Task to complete: Should an entry contain an image, leave the image out and repeat the entry's text exactly.

Listed entries:
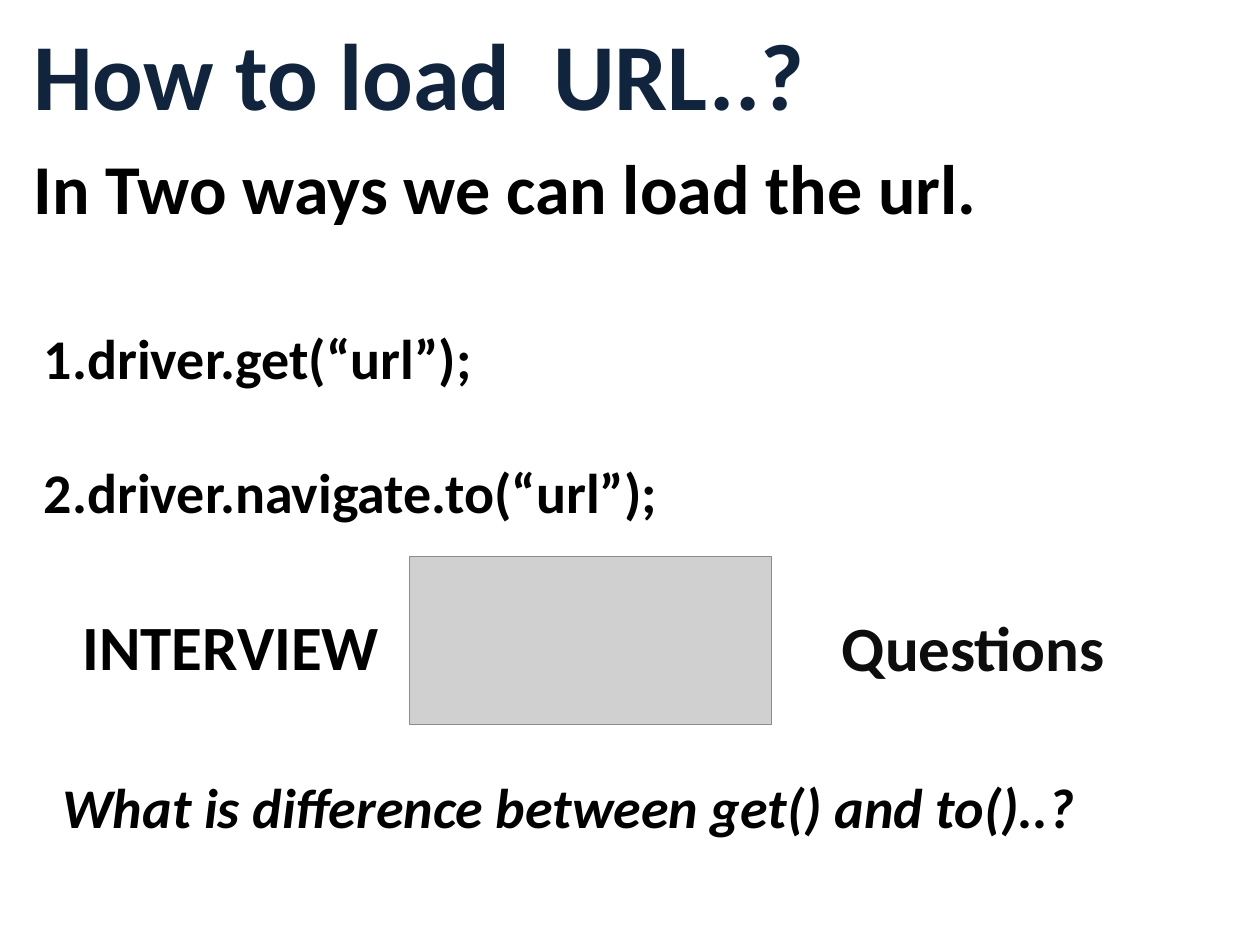
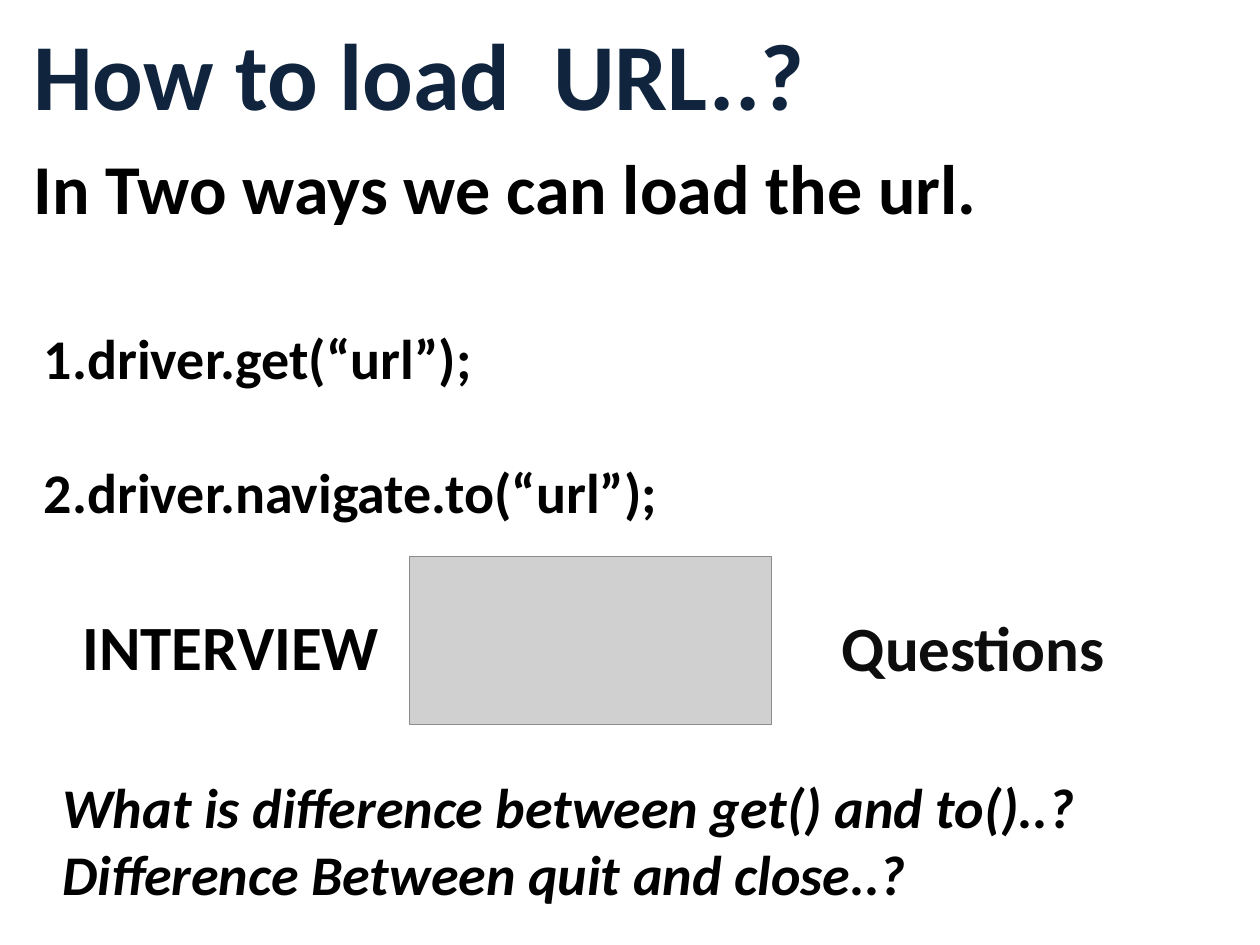
Before and after one commit to ankurverma99/Democmd, a slide deck: slide 18 of Selenium.pptx. Drawn at 1260x945 pixels with LibreOffice and Linux fonts; fonts in the diff are those of the drawing; grey boxes stand for pictures. Boxes give left, top, right and bottom in pixels: in the first picture for what was removed or moved away, otherwise in the second. Text is boxed around its words. In the diff, an @@ line names an element or a change of style, - is before the commit and + after.

```diff
--- a/Selenium.pptx
+++ b/Selenium.pptx
@@ text at <box>62,855,906,904</box>: paragraph added @@
+Difference Between quit and close..?
```
Also in this commit, not shown: 2 other slides changed, 8 slides added.

Result for this exercise:
Before and after one commit to ankurverma99/Democmd, a slide deck: slide 18 of Selenium.pptx. Drawn at 1260x945 pixels with LibreOffice and Linux fonts; fonts in the diff are those of the drawing; grey boxes stand for pictures. Boxes give left, top, right and bottom in pixels: in the first picture for what was removed or moved away, otherwise in the second. Text is boxed around its words. In the diff, an @@ line names an element or a change of style, - is before the commit and + after.

```diff
--- a/Selenium.pptx
+++ b/Selenium.pptx
@@ text at <box>62,855,906,904</box>: paragraph added @@
+Difference Between quit and close..?
```
Also in this commit, not shown: 2 other slides changed, 8 slides added.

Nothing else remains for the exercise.